My dad smiled. “Do you want some privacy while you read whatever’s in that envelope?”
I nodded. “Thanks.”
I saw my mom look around my open floor plan as she placed eggs and bacon on two plates. “Are we supposed to eat in the bathroom?”
Giggling at the thought through my tears, I said, “You guys stay here,” and then I took my daisies and my envelope into my walk-in closet. I closed the door, kicked my dress and pantyhose out of the way, and sat on the floor to begin reading.
Dear Cadie,
I don’t know that I’ve ever written a letter to you before, and for that I’m sorry. Notes? Sure. Emails? Endlessly. But not an actual letter. The truth is, I just never thought of it. I never realized that maybe you would view it as romantic. In all fairness, until very recently I had never seen P. S. I Love You. If I had realized that Gerard Butler wrote letters, I would have gotten to it sooner.
There are some things you need to know, and I’m fully aware that there’s a chance you could stop reading at any time, so let’s just dive right in to the most important.
I’m sorry.
I’m sorry that I gave in and that we made love. Okay . . . I’m already seeing why people don’t write letters much anymore. I wish I could hit backspace and rephrase that. (I probably should have written out a rough draft or something . . .) “I’m sorry that I gave in” and “I’m sorry that we made love” are two very different apologies, and they both feel very complicated. Also, if I’m being honest, I think “made love” is a ridiculous phrase, but any other way of saying it sounds crude and cold. But “made love”? What is that even supposed to mean?
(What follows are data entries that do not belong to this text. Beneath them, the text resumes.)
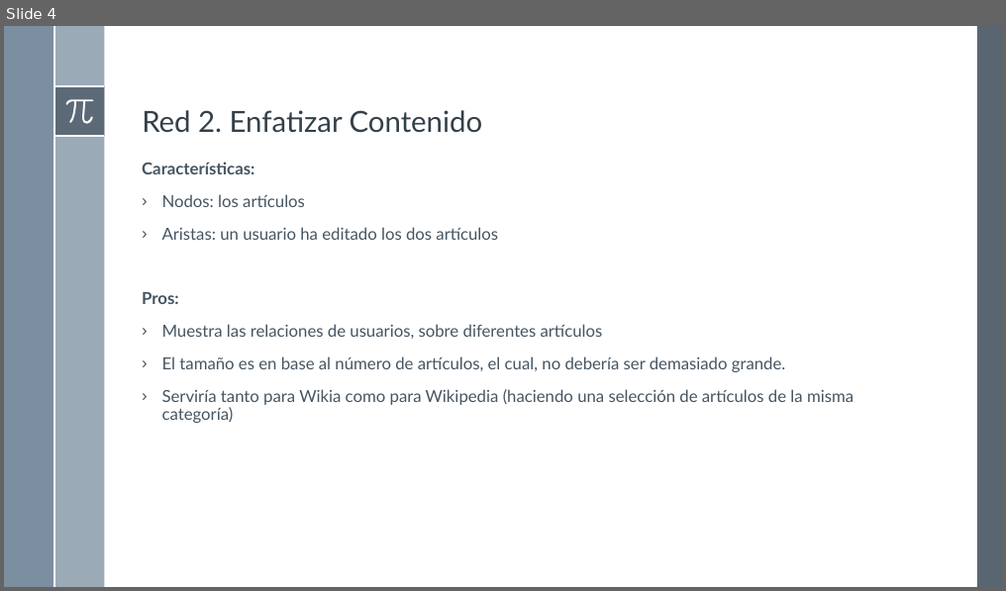
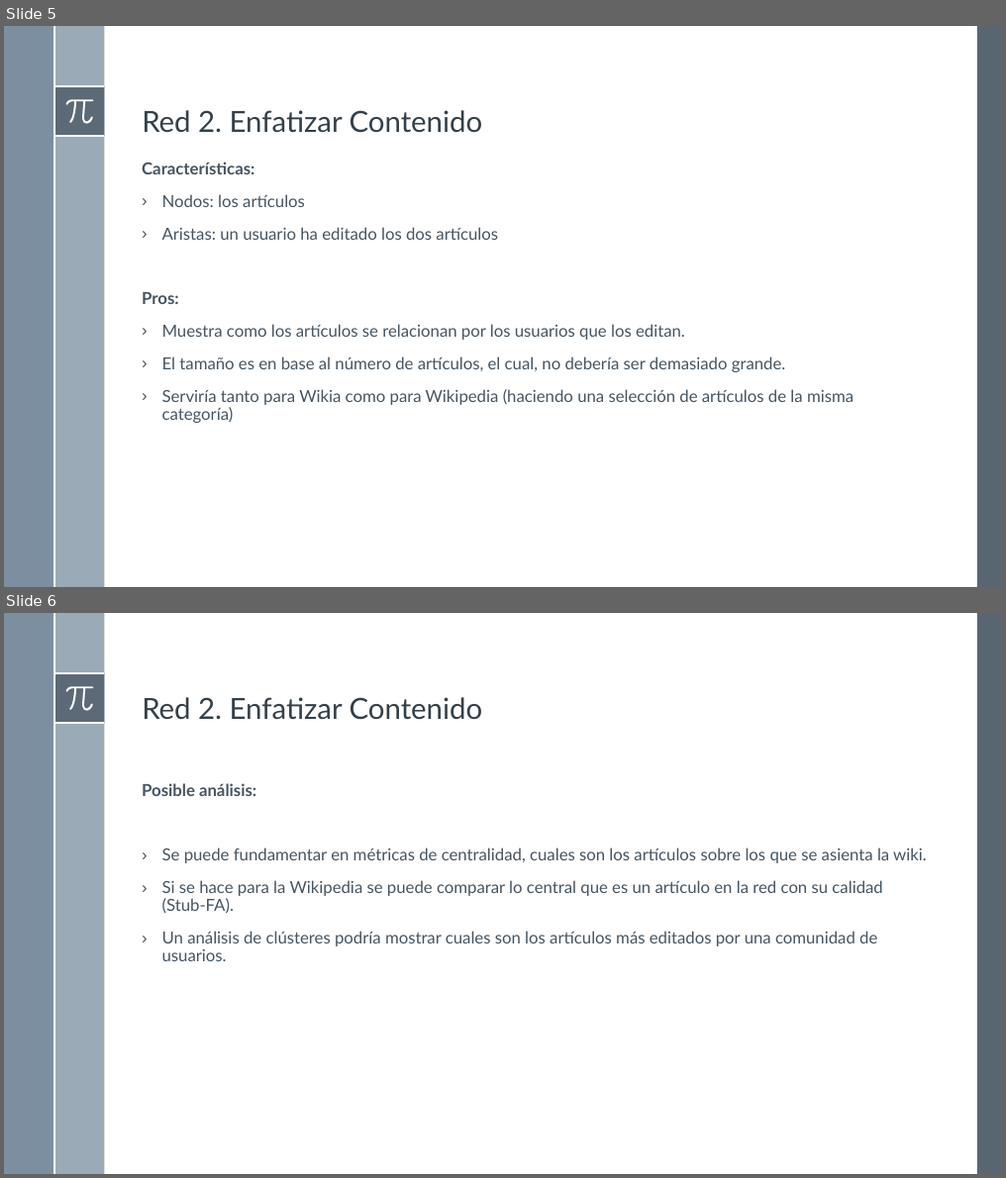
Before and after one commit to FRYoussef/TFG_Wiki, a slide deck: documentacion/analisis_de_redes.pptx. Shown one above the other, each under a label of ours: slide 4 before the commit, slides 5 and 6 after it. The pictures are 1006x591 and 1006x1178 pixels, drawn with LibreOffice and Linux fonts; fonts in the diff are those of the drawing. Boxes give left, top, right and bottom in pixels: in the first picture for what was removed or moved away, otherwise in the second. Text is boxed around its words. In the diff, an @@ line names an element or a change of style, - is before the commit and + after.

```diff
--- a/documentacion/analisis_de_redes.pptx
+++ b/documentacion/analisis_de_redes.pptx
@@ slide 6 added at [4, 613, 1002, 1174], background #FFFFFF; not listed: 8 template elements that a slide beside it also shows @@
@@ title added at [142, 697, 483, 720], 28 pt, text #35404A @@
+Red 2. Enfatizar Contenido
@@ text added at [142, 783, 927, 961], 16 pt, text #465562 @@
+Posible análisis:
+› Se puede fundamentar en métricas de centralidad, cuales son los artículos sobre los que se asienta la wiki.
+› Si se hace para la Wikipedia se puede comparar lo central que es un artículo en la red con su calidad (Stub-FA).
+› Un análisis de clústeres podría mostrar cuales son los artículos más editados por una comunidad de usuarios.
@@ what was slide 4 is now slide 5 @@
@@ slide 5 changed as well @@
@@ text at [162, 324, 685, 340]: text changed @@
-› Muestra las relaciones de usuarios, sobre diferentes artículos
+› Muestra como los artículos se relacionan por los usuarios que los editan.
```
Also in this commit, not shown: 4 other slides changed, 1 other slide added, 2 other files.

“I’m sorry that I gave in” makes it sound like I was resistant and you convinced me, but what I actually mean is I’m sorry that I gave in to my desire to be with you at that time—the wrong time for us. I am. The desire was always there, and it was always a battle not to give in, and that night I guess I was tired of fighting. I wish I had a better excuse than t
hat, but the truth is I wanted you, just like I’ve always wanted you, and on that one night I made the wrong choice.
You talked about whether or not I had asked God for forgiveness. The truth is I hadn’t thought about it. As much as I hate to admit it, I hadn’t thought about anything other than you. I don’t want to be someone who doesn’t think about it. If you were to ask me that question again, I would honestly say that I have asked for forgiveness and I believe God gave it to me. And somehow, I think he’s used all of this to pull me closer to him. I realize now that somewhere along the line I started putting him on the back burner—in my own life and in our relationship. I really am so sorry, Cadie.
I need to address the second part of the statement too. “I’m sorry that we made love.” Just saying that doesn’t feel adequate, though. It needs all sorts of qualifiers. I’m sorry that it happened when it did. I’m sorry we weren’t married. I’m sorry your first time will always be something you wish hadn’t happened. I’m sorry that I wasn’t more understanding and sensitive to what it was like for you.
I’m sorry I look so irresistible in that suit. It wasn’t fair to tempt you that way.
The tears fell harder than ever as I simultaneously laughed so hard I snorted.
“You okay?” my dad asked from the other side of the door—a little too close to the other side of the door, actually.
“Can you throw me a tissue or something?”
Seconds later the door creaked open a few inches and a roll of toilet paper flew into the closet.
“Thanks.” I tore off a few squares and blew my nose. “Now can you please not stand right by the door?”